■ Task directions
The answer is every line of the records that holds the word "commit", copied in full.

▼

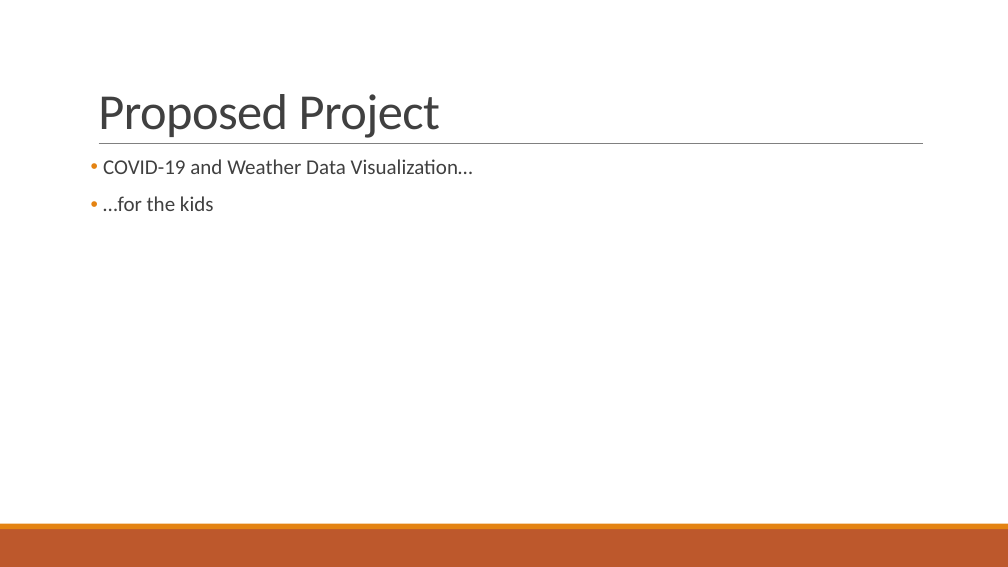
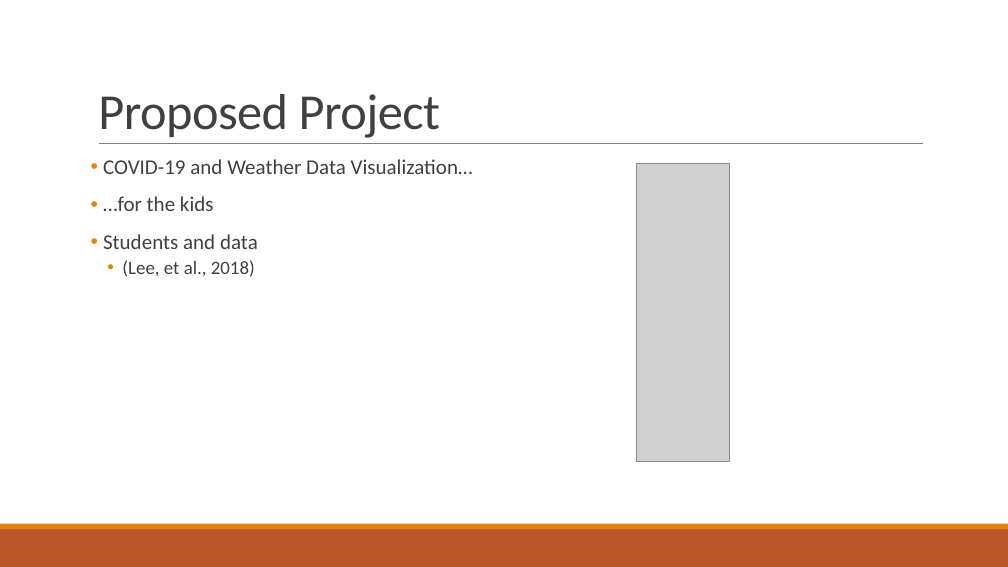
Before and after one commit to npalacio/School, a slide deck: slide 3 of Capstone/Presentation/CapstoneProposal.pptx. Drawn at 1008x567 pixels with LibreOffice and Linux fonts; fonts in the diff are those of the drawing; grey boxes stand for pictures. Boxes give left, top, right and bottom in pixels: in the first picture for what was removed or moved away, otherwise in the second. Text is boxed around its words. In the diff, an @@ line names an element or a change of style, - is before the commit and + after.

```diff
--- a/Capstone/Presentation/CapstoneProposal.pptx
+++ b/Capstone/Presentation/CapstoneProposal.pptx
@@ picture added at (x1=637, y1=163, x2=729, y2=461) @@
@@ text at (x1=103, y1=234, x2=258, y2=277): paragraphs added @@
+• Students and data
+  • (Lee, et al., 2018)
```
Also in this commit, not shown: 1 other slide changed, 13 slides added.

▲

■ Answer space
Before and after one commit to npalacio/School, a slide deck: slide 3 of Capstone/Presentation/CapstoneProposal.pptx. Drawn at 1008x567 pixels with LibreOffice and Linux fonts; fonts in the diff are those of the drawing; grey boxes stand for pictures. Boxes give left, top, right and bottom in pixels: in the first picture for what was removed or moved away, otherwise in the second. Text is boxed around its words. In the diff, an @@ line names an element or a change of style, - is before the commit and + after.
Also in this commit, not shown: 1 other slide changed, 13 slides added.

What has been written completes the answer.